# [AIM OF THE TASK]
Which lines in the records below hold the word "offset"? Copy each of them.

# [DATA TO EXAMINE]
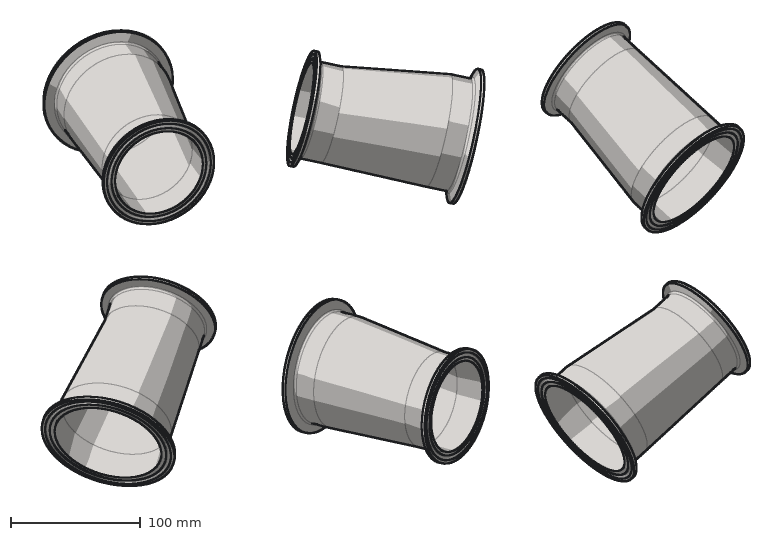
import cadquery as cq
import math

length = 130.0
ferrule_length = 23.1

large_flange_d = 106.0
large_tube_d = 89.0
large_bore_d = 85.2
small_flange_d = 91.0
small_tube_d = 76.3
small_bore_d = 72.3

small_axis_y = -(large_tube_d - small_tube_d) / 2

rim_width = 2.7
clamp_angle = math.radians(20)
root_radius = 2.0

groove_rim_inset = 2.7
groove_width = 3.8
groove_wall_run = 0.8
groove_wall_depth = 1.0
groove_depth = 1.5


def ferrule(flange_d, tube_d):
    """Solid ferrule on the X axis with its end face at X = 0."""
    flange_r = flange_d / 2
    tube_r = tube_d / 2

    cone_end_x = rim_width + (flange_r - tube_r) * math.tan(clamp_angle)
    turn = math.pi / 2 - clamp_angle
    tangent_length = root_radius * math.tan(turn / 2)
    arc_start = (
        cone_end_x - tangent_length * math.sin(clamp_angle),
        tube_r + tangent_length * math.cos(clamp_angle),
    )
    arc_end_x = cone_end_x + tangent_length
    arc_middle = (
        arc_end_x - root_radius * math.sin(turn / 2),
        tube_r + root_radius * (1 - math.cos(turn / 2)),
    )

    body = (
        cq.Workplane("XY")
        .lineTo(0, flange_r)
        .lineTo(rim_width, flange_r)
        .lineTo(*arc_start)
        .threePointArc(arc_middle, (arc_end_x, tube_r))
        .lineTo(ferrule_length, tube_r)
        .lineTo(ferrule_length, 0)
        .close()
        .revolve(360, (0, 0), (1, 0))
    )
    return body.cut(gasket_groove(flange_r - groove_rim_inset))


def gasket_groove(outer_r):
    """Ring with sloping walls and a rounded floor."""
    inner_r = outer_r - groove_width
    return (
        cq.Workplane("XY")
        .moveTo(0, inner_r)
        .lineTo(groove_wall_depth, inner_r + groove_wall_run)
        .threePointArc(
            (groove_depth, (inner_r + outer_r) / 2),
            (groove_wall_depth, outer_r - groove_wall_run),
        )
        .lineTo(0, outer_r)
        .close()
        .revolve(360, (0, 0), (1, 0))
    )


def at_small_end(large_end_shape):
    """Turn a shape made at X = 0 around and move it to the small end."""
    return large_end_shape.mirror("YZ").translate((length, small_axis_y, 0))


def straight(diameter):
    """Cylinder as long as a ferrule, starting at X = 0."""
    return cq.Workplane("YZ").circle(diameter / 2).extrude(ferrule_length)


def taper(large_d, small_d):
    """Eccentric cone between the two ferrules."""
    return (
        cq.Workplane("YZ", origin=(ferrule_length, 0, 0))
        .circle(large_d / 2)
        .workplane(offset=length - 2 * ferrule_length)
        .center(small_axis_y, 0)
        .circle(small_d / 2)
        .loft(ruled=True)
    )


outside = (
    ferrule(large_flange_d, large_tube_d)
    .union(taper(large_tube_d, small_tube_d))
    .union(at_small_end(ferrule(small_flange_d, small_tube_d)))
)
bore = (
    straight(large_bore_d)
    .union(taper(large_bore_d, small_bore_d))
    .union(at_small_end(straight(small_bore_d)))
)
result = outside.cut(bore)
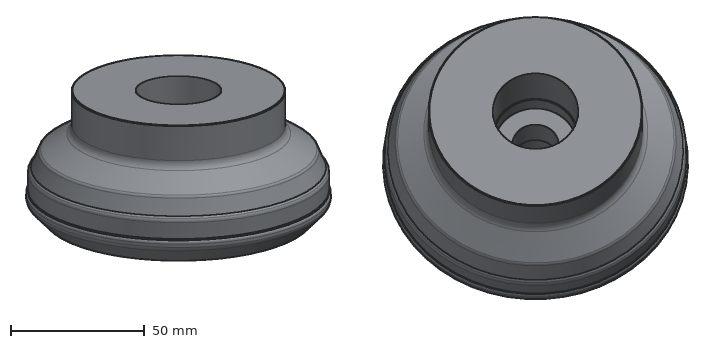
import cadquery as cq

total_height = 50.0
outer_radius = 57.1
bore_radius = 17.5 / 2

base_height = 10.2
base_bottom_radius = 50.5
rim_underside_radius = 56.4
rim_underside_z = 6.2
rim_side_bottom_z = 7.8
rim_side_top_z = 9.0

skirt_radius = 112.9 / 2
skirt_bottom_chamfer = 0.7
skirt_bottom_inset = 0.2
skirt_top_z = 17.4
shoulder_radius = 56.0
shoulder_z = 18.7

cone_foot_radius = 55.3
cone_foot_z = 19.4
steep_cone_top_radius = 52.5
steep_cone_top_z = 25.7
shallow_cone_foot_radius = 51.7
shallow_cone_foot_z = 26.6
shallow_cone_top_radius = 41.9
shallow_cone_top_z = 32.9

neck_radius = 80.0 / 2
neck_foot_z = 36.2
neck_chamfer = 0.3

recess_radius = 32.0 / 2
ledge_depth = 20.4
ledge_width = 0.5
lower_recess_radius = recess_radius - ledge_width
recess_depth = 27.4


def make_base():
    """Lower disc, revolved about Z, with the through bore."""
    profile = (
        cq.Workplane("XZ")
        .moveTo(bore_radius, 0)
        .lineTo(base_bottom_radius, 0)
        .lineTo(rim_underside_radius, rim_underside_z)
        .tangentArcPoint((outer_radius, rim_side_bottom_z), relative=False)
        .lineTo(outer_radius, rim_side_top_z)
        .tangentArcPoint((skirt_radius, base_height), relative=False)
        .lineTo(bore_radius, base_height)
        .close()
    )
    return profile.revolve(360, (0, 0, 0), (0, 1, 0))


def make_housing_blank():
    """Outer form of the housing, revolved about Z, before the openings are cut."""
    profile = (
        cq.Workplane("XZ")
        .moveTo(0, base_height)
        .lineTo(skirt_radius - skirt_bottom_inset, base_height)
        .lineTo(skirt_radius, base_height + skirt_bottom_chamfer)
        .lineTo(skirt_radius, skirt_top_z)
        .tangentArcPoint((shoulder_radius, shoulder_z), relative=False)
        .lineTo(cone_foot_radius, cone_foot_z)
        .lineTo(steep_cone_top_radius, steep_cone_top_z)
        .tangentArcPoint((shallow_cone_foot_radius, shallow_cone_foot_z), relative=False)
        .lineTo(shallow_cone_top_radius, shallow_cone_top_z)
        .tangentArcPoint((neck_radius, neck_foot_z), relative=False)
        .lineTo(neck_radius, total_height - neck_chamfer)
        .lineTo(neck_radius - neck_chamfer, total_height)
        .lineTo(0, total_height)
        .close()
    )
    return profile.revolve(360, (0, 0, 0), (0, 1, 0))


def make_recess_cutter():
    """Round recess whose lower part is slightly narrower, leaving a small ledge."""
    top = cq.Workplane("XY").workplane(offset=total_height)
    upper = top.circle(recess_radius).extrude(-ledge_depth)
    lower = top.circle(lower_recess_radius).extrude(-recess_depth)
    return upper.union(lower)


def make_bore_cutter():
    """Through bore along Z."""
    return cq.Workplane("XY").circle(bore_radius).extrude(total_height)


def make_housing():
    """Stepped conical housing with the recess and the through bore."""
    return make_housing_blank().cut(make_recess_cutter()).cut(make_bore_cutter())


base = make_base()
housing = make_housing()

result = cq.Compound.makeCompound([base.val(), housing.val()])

# [SOLUTION TO THE EXERCISE]
        .workplane(offset=length - 2 * ferrule_length)
    top = cq.Workplane("XY").workplane(offset=total_height)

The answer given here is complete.